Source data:
..........
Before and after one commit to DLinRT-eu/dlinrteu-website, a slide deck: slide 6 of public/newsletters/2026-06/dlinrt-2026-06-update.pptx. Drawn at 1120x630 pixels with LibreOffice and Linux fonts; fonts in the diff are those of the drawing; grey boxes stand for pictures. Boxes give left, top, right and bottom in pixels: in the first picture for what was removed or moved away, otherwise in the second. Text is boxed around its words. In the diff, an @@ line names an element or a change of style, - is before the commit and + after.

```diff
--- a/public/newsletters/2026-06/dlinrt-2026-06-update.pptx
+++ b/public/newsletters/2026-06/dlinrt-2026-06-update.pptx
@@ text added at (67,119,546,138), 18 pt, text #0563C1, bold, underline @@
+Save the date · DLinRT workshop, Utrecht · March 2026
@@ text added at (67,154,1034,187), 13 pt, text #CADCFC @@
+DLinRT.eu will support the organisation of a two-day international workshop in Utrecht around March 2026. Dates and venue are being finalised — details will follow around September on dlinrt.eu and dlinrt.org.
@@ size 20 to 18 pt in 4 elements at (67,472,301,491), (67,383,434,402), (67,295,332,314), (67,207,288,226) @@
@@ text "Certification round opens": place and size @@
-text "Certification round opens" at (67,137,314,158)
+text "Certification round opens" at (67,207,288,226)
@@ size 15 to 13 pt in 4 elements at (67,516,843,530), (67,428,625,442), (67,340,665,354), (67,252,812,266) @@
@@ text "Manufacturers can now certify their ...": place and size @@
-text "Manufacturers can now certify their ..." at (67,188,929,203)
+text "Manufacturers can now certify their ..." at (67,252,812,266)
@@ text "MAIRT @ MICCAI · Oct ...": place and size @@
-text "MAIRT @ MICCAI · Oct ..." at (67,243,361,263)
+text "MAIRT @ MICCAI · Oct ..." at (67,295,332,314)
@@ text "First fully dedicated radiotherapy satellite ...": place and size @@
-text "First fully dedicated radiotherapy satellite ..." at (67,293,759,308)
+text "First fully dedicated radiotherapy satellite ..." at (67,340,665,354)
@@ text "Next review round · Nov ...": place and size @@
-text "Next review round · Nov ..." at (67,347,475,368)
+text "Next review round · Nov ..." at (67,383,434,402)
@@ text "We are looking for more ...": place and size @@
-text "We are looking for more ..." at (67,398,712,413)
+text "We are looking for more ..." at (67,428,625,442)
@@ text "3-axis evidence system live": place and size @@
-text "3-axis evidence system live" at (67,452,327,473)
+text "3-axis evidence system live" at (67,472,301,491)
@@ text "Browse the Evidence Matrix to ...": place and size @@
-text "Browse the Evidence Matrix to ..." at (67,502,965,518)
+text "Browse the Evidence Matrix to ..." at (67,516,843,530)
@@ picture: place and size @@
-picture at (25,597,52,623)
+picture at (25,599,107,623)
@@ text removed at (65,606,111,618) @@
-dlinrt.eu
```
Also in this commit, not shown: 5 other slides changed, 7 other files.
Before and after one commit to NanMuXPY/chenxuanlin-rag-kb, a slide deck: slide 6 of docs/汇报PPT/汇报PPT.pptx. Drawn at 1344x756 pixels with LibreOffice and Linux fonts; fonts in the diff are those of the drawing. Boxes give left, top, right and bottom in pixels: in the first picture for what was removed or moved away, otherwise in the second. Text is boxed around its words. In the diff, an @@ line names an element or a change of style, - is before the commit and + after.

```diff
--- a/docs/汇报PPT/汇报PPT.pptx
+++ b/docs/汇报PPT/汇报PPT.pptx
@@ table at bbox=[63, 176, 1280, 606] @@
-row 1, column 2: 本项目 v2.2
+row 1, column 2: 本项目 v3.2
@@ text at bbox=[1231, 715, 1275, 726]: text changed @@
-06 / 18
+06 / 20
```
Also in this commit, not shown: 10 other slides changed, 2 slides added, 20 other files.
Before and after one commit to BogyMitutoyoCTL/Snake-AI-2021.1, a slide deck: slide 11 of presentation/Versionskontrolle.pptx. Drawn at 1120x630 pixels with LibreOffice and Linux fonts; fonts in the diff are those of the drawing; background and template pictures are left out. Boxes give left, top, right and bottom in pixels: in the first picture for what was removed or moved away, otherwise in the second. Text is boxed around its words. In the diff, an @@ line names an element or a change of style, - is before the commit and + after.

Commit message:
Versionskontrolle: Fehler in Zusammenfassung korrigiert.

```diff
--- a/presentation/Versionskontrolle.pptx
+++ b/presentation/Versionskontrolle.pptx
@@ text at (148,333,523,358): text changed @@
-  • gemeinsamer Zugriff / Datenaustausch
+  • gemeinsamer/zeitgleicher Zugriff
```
..........
• _PROBLEM TO WORK ON_
Copy out the full set of entries without altering anything.

• _EXERCISE ANSWER_
Before and after one commit to DLinRT-eu/dlinrteu-website, a slide deck: slide 6 of public/newsletters/2026-06/dlinrt-2026-06-update.pptx. Drawn at 1120x630 pixels with LibreOffice and Linux fonts; fonts in the diff are those of the drawing; grey boxes stand for pictures. Boxes give left, top, right and bottom in pixels: in the first picture for what was removed or moved away, otherwise in the second. Text is boxed around its words. In the diff, an @@ line names an element or a change of style, - is before the commit and + after.

```diff
--- a/public/newsletters/2026-06/dlinrt-2026-06-update.pptx
+++ b/public/newsletters/2026-06/dlinrt-2026-06-update.pptx
@@ text added at (67,119,546,138), 18 pt, text #0563C1, bold, underline @@
+Save the date · DLinRT workshop, Utrecht · March 2026
@@ text added at (67,154,1034,187), 13 pt, text #CADCFC @@
+DLinRT.eu will support the organisation of a two-day international workshop in Utrecht around March 2026. Dates and venue are being finalised — details will follow around September on dlinrt.eu and dlinrt.org.
@@ size 20 to 18 pt in 4 elements at (67,472,301,491), (67,383,434,402), (67,295,332,314), (67,207,288,226) @@
@@ text "Certification round opens": place and size @@
-text "Certification round opens" at (67,137,314,158)
+text "Certification round opens" at (67,207,288,226)
@@ size 15 to 13 pt in 4 elements at (67,516,843,530), (67,428,625,442), (67,340,665,354), (67,252,812,266) @@
@@ text "Manufacturers can now certify their ...": place and size @@
-text "Manufacturers can now certify their ..." at (67,188,929,203)
+text "Manufacturers can now certify their ..." at (67,252,812,266)
@@ text "MAIRT @ MICCAI · Oct ...": place and size @@
-text "MAIRT @ MICCAI · Oct ..." at (67,243,361,263)
+text "MAIRT @ MICCAI · Oct ..." at (67,295,332,314)
@@ text "First fully dedicated radiotherapy satellite ...": place and size @@
-text "First fully dedicated radiotherapy satellite ..." at (67,293,759,308)
+text "First fully dedicated radiotherapy satellite ..." at (67,340,665,354)
@@ text "Next review round · Nov ...": place and size @@
-text "Next review round · Nov ..." at (67,347,475,368)
+text "Next review round · Nov ..." at (67,383,434,402)
@@ text "We are looking for more ...": place and size @@
-text "We are looking for more ..." at (67,398,712,413)
+text "We are looking for more ..." at (67,428,625,442)
@@ text "3-axis evidence system live": place and size @@
-text "3-axis evidence system live" at (67,452,327,473)
+text "3-axis evidence system live" at (67,472,301,491)
@@ text "Browse the Evidence Matrix to ...": place and size @@
-text "Browse the Evidence Matrix to ..." at (67,502,965,518)
+text "Browse the Evidence Matrix to ..." at (67,516,843,530)
@@ picture: place and size @@
-picture at (25,597,52,623)
+picture at (25,599,107,623)
@@ text removed at (65,606,111,618) @@
-dlinrt.eu
```
Also in this commit, not shown: 5 other slides changed, 7 other files.
Before and after one commit to NanMuXPY/chenxuanlin-rag-kb, a slide deck: slide 6 of docs/汇报PPT/汇报PPT.pptx. Drawn at 1344x756 pixels with LibreOffice and Linux fonts; fonts in the diff are those of the drawing. Boxes give left, top, right and bottom in pixels: in the first picture for what was removed or moved away, otherwise in the second. Text is boxed around its words. In the diff, an @@ line names an element or a change of style, - is before the commit and + after.

```diff
--- a/docs/汇报PPT/汇报PPT.pptx
+++ b/docs/汇报PPT/汇报PPT.pptx
@@ table at bbox=[63, 176, 1280, 606] @@
-row 1, column 2: 本项目 v2.2
+row 1, column 2: 本项目 v3.2
@@ text at bbox=[1231, 715, 1275, 726]: text changed @@
-06 / 18
+06 / 20
```
Also in this commit, not shown: 10 other slides changed, 2 slides added, 20 other files.
Before and after one commit to BogyMitutoyoCTL/Snake-AI-2021.1, a slide deck: slide 11 of presentation/Versionskontrolle.pptx. Drawn at 1120x630 pixels with LibreOffice and Linux fonts; fonts in the diff are those of the drawing; background and template pictures are left out. Boxes give left, top, right and bottom in pixels: in the first picture for what was removed or moved away, otherwise in the second. Text is boxed around its words. In the diff, an @@ line names an element or a change of style, - is before the commit and + after.

Commit message:
Versionskontrolle: Fehler in Zusammenfassung korrigiert.

```diff
--- a/presentation/Versionskontrolle.pptx
+++ b/presentation/Versionskontrolle.pptx
@@ text at (148,333,523,358): text changed @@
-  • gemeinsamer Zugriff / Datenaustausch
+  • gemeinsamer/zeitgleicher Zugriff
```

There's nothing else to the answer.